To those new to this term, emini futures, or simply eminis, are smaller-sized contracts of “full-grown” futures contracts that have been around for a few decades. Unlike the latter that have been traded on physical exchanges, eminis have always been traded electronically, allowing retail traders with access to the Internet to compete against institutional traders from the comfort of their homes or home based offices. That’s what the “e” in their name stands for, namely “electronic.”
Thousands of emini traders buy and sell these highly popular trading instruments every day, sometimes several times a day. Day trading emini futures does not require you to have a large capital to risk, so no wonder that many try their luck at this game that can be quite profitable to those who have mastered it 918kiss .
What many, if not most, of those emini traders do not realize and perhaps are even unwilling to consider is that they are gamblers.
But that’s what they are, in fact. Trading, day trading in particular, is a form of gambling whether it is officially recognized as such or not. The same mathematical formulas that apply to gambling strategies, the key of them being the formula for the expected value, apply to trading strategies or systems as well.
The expected value is a mathematical expression that determines your edge or your average profit per trade given the frequency of winners and losers and the average profit per winner and loser. In gambling, the same formula determines the average profit per hand. For some relatively simple games, such as blackjack, Pan 9, Pai Gow Poker, the optimal mathematical strategies are known. In some other cases, when it comes to more complex games, such Texas Hold’em, the complexity of the game makes it impossible to find optimal strategies in a strict mathematical way, which does not prevent some gamblers from making big bucks on a rather consistent basis. They don’t know the exact strategy, but the strategy they do know is good enough for most practical purposes, particularly if coupled with other important elements of effective play, such as weighing your betting size according to the strength of your hand, your position at the table, and the quality of players you face.

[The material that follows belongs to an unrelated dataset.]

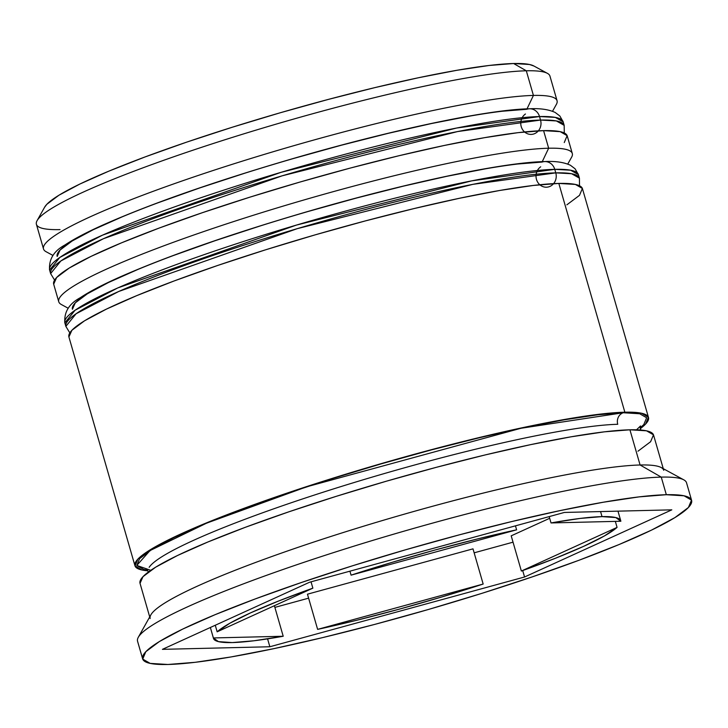 <?xml version="1.0" encoding="UTF-8"?>
<svg xmlns="http://www.w3.org/2000/svg" width="728" height="728" viewBox="0 0 728 728"><rect width="100%" height="100%" fill="white"/><g stroke="black" fill="none" stroke-linecap="round" stroke-linejoin="round"><path stroke-width="1.09" d="M54.582 280.098L50.623 273.591L49.604 270.07L59.805 257.466L102.484 235.162L281.081 172.318L456.565 128.046L539.521 116.544A11.057 10.119 -91.4 0 0 529.766 108.772A11.057 10.119 88.6 0 1 539.521 116.544A267.258 29.793 163.9 0 0 247.092 182.683A267.258 29.793 163.9 0 0 49.604 270.07C48.712 259.314 53.854 250.942 65.029 244.936C73.992 238.939 86.741 232.25 103.258 224.852C150.742 203.849 213.104 182.018 290.336 159.359C389.435 130.421 487.387 109.509 529.602 108.781C540.03 108.217 548.539 109.437 555.136 112.43L559.832 115.98L563.163 121.84A267.258 29.793 163.9 0 0 539.521 116.544L540.531 120.065L457.575 131.568L282.1 175.839L103.503 238.684L60.824 260.988L50.623 273.591A267.258 29.793 -16.1 0 1 248.111 186.204A267.258 29.793 -16.1 0 1 540.531 120.065L539.521 116.544L555.337 117.408L563.163 121.84L564.173 125.362L556.356 120.93L540.531 120.065A267.258 29.793 -16.1 0 1 564.173 125.362L564.291 132.978M538.374 130.831A11.057 10.119 -91.4 0 0 540.531 120.065A11.057 10.119 88.6 0 1 534.761 133.588A11.057 10.119 88.6 0 1 521.912 128.419A11.057 10.119 88.6 0 1 525.452 113.996M529.766 108.772A11.057 10.119 88.6 0 0 526.826 109.273L502.347 111.229M470.215 116.025L431.677 123.496L388.206 133.342L341.468 145.191L293.266 158.577M245.454 173L199.863 187.897L158.258 202.703M122.213 216.835L93.138 229.766L72.145 240.995L60.024 250.077L57.194 256.465M69.824 332.887L65.857 326.381L64.847 322.868L75.048 310.264L117.727 287.951L296.323 225.116L471.799 180.844L554.754 169.342A11.057 10.119 -91.4 0 0 544.999 161.571A11.057 10.119 88.6 0 1 554.754 169.342A267.258 29.793 163.9 0 0 262.335 235.481A267.258 29.793 163.9 0 0 64.847 322.868C63.955 312.112 69.087 303.731 80.262 297.725C89.235 291.737 101.975 285.039 118.491 277.641C165.975 256.647 228.337 234.816 305.578 212.148C404.668 183.219 502.62 162.298 544.844 161.571C555.264 161.006 563.772 162.226 570.37 165.229L575.065 168.778L578.396 174.638A267.258 29.793 163.9 0 0 554.754 169.342L555.773 172.864L472.818 184.357L297.333 228.638L118.737 291.473L76.067 313.777L65.857 326.381A267.258 29.793 -16.1 0 1 263.345 238.993A267.258 29.793 -16.1 0 1 555.773 172.864L554.754 169.342L570.579 170.206L578.396 174.638L579.415 178.151L571.598 173.728L555.773 172.864A267.258 29.793 -16.1 0 1 579.415 178.151L579.524 185.767M553.608 183.629A11.057 10.119 -91.4 0 0 555.773 172.864A11.057 10.119 88.6 0 1 549.995 186.386A11.057 10.119 88.6 0 1 537.155 181.208A11.057 10.119 88.6 0 1 540.695 166.794M544.999 161.571A11.057 10.119 88.6 0 0 542.06 162.071L517.581 164.018M485.458 168.823L446.91 176.285L403.439 186.131L356.702 197.98L308.508 211.375M260.697 225.798L215.106 240.695L173.492 255.501M137.456 269.633L108.381 282.564L87.378 293.784L75.266 302.875L72.427 309.254M149.149 567.312A256.201 28.556 -16.1 0 1 353.071 482.846A256.201 28.556 -16.1 0 1 617.744 424.288A9.218 8.427 88.6 0 1 623.25 412.749A9.218 8.427 -91.4 0 0 617.744 424.288A256.201 28.556 163.9 0 0 353.071 482.846A256.201 28.556 163.9 0 0 149.149 567.312M552.525 111.266L556.365 104.404A267.258 29.793 163.9 0 0 533.424 95.432A267.258 29.793 -16.1 0 1 557.066 100.719L549.949 76.085A267.258 29.793 163.9 0 0 526.308 70.789L533.424 95.432L527.017 108.863L533.424 95.432L526.308 70.789L513.613 63.518A256.201 28.556 163.9 0 0 246.847 122.723A256.201 28.556 163.9 0 0 44.645 207.162L37.092 220.639A267.258 29.793 -16.1 0 1 248.021 132.551A267.258 29.793 -16.1 0 1 526.308 70.789A267.258 29.793 163.9 0 0 233.888 136.928A267.258 29.793 163.9 0 0 36.4 224.315L43.507 248.949A267.258 29.793 -16.1 0 1 240.995 161.561A267.258 29.793 -16.1 0 1 533.424 95.432A267.258 29.793 163.9 0 0 227.054 165.984A267.258 29.793 163.9 0 0 46.055 251.697L52.971 255.455M60.042 229.602A267.258 29.793 -16.1 0 1 37.092 220.639M567.758 164.064L571.607 157.193A267.258 29.793 163.9 0 0 548.657 148.221A267.258 29.793 -16.1 0 1 572.299 153.517L567.221 135.918A267.258 29.793 163.9 0 0 543.579 130.631L548.657 148.221L543.579 130.631A267.258 29.793 163.9 0 0 251.16 196.76A267.258 29.793 163.9 0 0 53.672 284.148L58.75 301.747A267.258 29.793 -16.1 0 1 256.238 214.36A267.258 29.793 -16.1 0 1 548.657 148.221L542.26 161.652L548.657 148.221A267.258 29.793 163.9 0 0 242.287 218.782A267.258 29.793 163.9 0 0 61.298 304.486L68.214 308.253M691.6 500.373A285.685 31.85 -16.1 0 1 480.489 593.784A285.685 31.85 -16.1 0 1 167.904 664.482L195.204 662.307L231.022 656.947L274.001 648.621L322.477 637.646L374.592 624.433L428.346 609.5L481.654 593.42L532.496 576.803L578.896 560.296L619.082 544.535L651.505 530.12L674.92 517.599L688.433 507.471L691.509 500.109L684.047 495.804L666.329 494.712A285.685 31.85 -16.1 0 1 691.6 500.373L686.522 482.773A285.685 31.85 163.9 0 0 661.251 477.113L640.094 464.992A267.258 29.793 163.9 0 0 361.807 526.754A267.258 29.793 163.9 0 0 150.878 614.841L138.293 637.291A285.685 31.85 -16.1 0 1 363.773 543.134A285.685 31.85 -16.1 0 1 661.251 477.113A285.685 31.85 163.9 0 0 348.657 547.811A285.685 31.85 163.9 0 0 137.556 641.222L142.633 658.822A285.685 31.85 -16.1 0 1 353.735 565.41A285.685 31.85 -16.1 0 1 666.329 494.712L661.251 477.113L666.329 494.712L639.029 496.887L603.203 502.247L560.232 510.574L511.748 521.548L459.641 534.761L405.887 549.695L352.57 565.774L301.738 582.391L255.337 598.898L215.151 614.66L182.728 629.074L159.314 641.596L145.8 651.724L142.715 659.086L150.177 663.39L167.904 664.482A285.685 31.85 -16.1 0 1 142.633 658.822M526.826 109.273A256.201 28.556 163.9 0 0 246.501 172.673A256.201 28.556 163.9 0 0 57.184 256.447M542.06 162.071A256.201 28.556 163.9 0 0 261.734 225.471A256.201 28.556 163.9 0 0 72.427 309.236M134.944 565.72A267.258 29.793 -16.1 0 0 147.875 570.798L142.006 569.997L135.026 565.965L137.911 559.086L150.541 549.604L172.454 537.892L202.784 524.406L240.376 509.664L283.784 494.221L331.34 478.678L381.217 463.636L431.495 449.658L480.252 437.3L525.598 427.036L565.802 419.246L599.317 414.232L624.851 412.203L558.822 183.42A267.258 29.793 163.9 0 0 266.393 249.558A267.258 29.793 163.9 0 0 68.905 336.946L134.944 565.72A267.258 29.793 -16.1 0 1 332.432 478.332A267.258 29.793 -16.1 0 1 624.851 412.203L641.432 413.213L648.411 417.244L645.527 424.133L640.258 428.683A267.258 29.793 -16.1 0 0 648.493 417.49L582.464 188.716A267.258 29.793 163.9 0 0 558.822 183.42L624.851 412.203A267.258 29.793 -16.1 0 1 648.493 417.49M150.177 618.518A267.258 29.793 -16.1 0 1 347.666 531.131A267.258 29.793 -16.1 0 1 640.094 464.992L629.929 429.802A267.258 29.793 163.9 0 0 337.51 495.932A267.258 29.793 163.9 0 0 140.022 583.319L149.713 616.907M602.02 516.616A211.966 23.624 -16.1 0 1 620.766 520.82A211.966 23.624 -16.1 0 1 620.857 521.248L615.797 517.572L602.02 516.616L600.555 511.566L602.02 516.616L580.098 518.436L551.023 522.941A211.966 23.624 -16.1 0 1 602.02 516.616M516.607 529.82L515.46 525.844L516.607 529.82L477.34 538.966L435.435 549.904L392.711 562.143L351.069 575.156A211.966 23.624 -16.1 0 1 516.607 529.82L351.069 575.156L516.607 529.82M349.922 571.171L351.069 575.156L349.922 571.171M549.194 516.598L551.023 522.941L620.857 521.248L551.023 522.941L549.194 516.598M521.366 571.034L511.202 535.835L549.676 518.29L511.202 535.835L521.366 571.034L555.573 558.203L583.701 546.319L604.504 535.89L617.071 527.39A211.966 23.624 -16.1 0 1 521.366 571.034L617.071 527.39L521.366 571.034M615.333 521.385L617.071 527.39L615.333 521.385M317.626 629.374L307.462 594.185L473 548.848L483.165 584.047A211.966 23.624 -16.1 0 1 317.626 629.374L356.893 620.229L398.798 609.29L441.514 597.051L483.165 584.047L317.626 629.374L307.462 594.185L473 548.848L483.165 584.047L317.626 629.374M210.365 627.49L213.377 637.946L283.21 636.254L213.377 637.946L218.427 641.623L232.214 642.578L254.127 640.758L283.21 636.254L274.392 605.714L283.21 636.254A211.966 23.624 -16.1 0 1 213.468 638.374A211.966 23.624 -16.1 0 1 213.377 637.946L210.365 627.49L213.459 638.338M150.769 570.333L136.791 565.438L150.004 550.586L206.652 523.123L306.706 486.795L520.902 428.282L623.25 412.749L597.888 414.769L564.6 419.747L524.679 427.482L479.634 437.683L431.222 449.95L381.29 463.827L331.759 478.769L284.53 494.203L241.414 509.536L204.086 524.178L173.965 537.573L152.207 549.203L139.658 558.613L136.791 565.456L143.725 569.46L147.502 570.06M44.554 207.325L46.82 204.322L58.932 195.231L79.934 184.011L109.009 171.08L145.045 156.948L186.659 142.142L232.25 127.245L280.062 112.822L328.264 99.436L374.993 87.588L418.464 77.741L457.011 70.27L489.134 65.475L513.613 63.518L529.511 64.492L534.006 66.057M564.373 512.448L671.817 509.846L524.56 576.995L269.861 646.755L162.417 649.349L309.673 582.2L564.373 512.448L671.817 509.846L524.56 576.995L522.695 570.552L524.56 576.995L269.861 646.755L267.586 638.875L269.861 646.755L162.417 649.349L309.673 582.2L564.373 512.448M663.272 468.677L653.571 435.089A267.258 29.793 163.9 0 0 629.929 429.802L640.094 464.992A267.258 29.793 -16.1 0 1 663.736 470.288M637.974 451.205L650.605 441.732L653.489 434.844L646.51 430.812L629.929 429.802L604.395 431.831L570.879 436.846L530.676 444.635L485.33 454.9L436.572 467.258L386.295 481.226L336.418 496.278L288.861 511.82L245.454 527.254L207.862 542.005L177.532 555.491L155.628 567.203L142.988 576.676L140.031 583.337M640.176 427.855L643.78 424.597L646.646 417.754L639.712 413.759L623.25 412.749M68.914 336.964L71.872 330.303L84.512 320.821L106.415 309.118L136.746 295.632L174.338 280.881L217.754 265.438L265.311 249.895L315.179 234.853L365.465 220.884L414.214 208.526L459.568 198.253L499.772 190.463L533.287 185.458L558.822 183.42L575.393 184.439L582.382 188.47L579.497 195.35L566.857 204.832M564.255 142.561L567.139 135.672L560.16 131.641L543.579 130.631L518.045 132.66L484.53 137.674L444.326 145.464L398.98 155.728L350.223 168.086L299.945 182.055L250.068 197.106L202.511 212.649L159.104 228.082L121.512 242.834L91.182 256.32L69.269 268.031L56.638 277.505L53.681 284.166M661.251 477.113A285.685 31.85 -16.1 0 1 683.801 479.843L661.188 467.54A267.258 29.793 163.9 0 0 640.094 464.992L661.251 477.113M526.308 70.789A267.258 29.793 -16.1 0 1 547.401 73.346L533.833 65.966A256.201 28.556 163.9 0 0 513.613 63.518L526.308 70.789M274.875 607.398L308.617 598.161L274.875 607.398M474.146 552.825L513.031 542.178L474.146 552.825M312.867 588.16L311.038 581.827L312.867 588.16L278.66 600.991L250.532 612.885L229.73 623.305L217.162 631.813A211.966 23.624 -16.1 0 1 312.867 588.16L217.162 631.813L312.867 588.16M215.27 625.252L217.162 631.813L215.27 625.252M640.64 430.011L640.531 425.953L636.527 429.793M620.766 520.82L617.972 511.147M146.182 568.641L148.112 571.453"/></g></svg>

These elements are also of tremendous importance in trading, perhaps even more than in gambling, and yet they are often overlooked by people who publish various trading courses. Sizing your trading position is as important as having a sound winning strategy, if not even more. It is sometimes said that if there is a Holy Grail in trading at all, it is the position sizing.
Your strategy can be just average or even barely above breakeven, but if you vary your size depending on the likelihood of your success, and vary your target as well, you stand a very good chance to make money consistently, while those who do not do so are very often on the mercy of market randomness. Not all trades are equal, some are better. In some circumstances your odds are clearly superior and if you spot such situations correctly and take this into account by increasing your size and, in particularly good circumstances, also your target, you will do fine, as your losses from less lucky trades (with a smaller size) will easily be offset by the sizable profits from those really good trades where you were smart enough to increase your position size and perhaps even the target.
This is also important mentally. Suppose that your trading in the first one or two hours has not been particularly good despite many trades taken already. Don’t lose your hope yet as you may still make a killing on one or two good trades where your size and target are bigger. Obviously, it is very important to recognize such better than average situations in order to take advantage of them.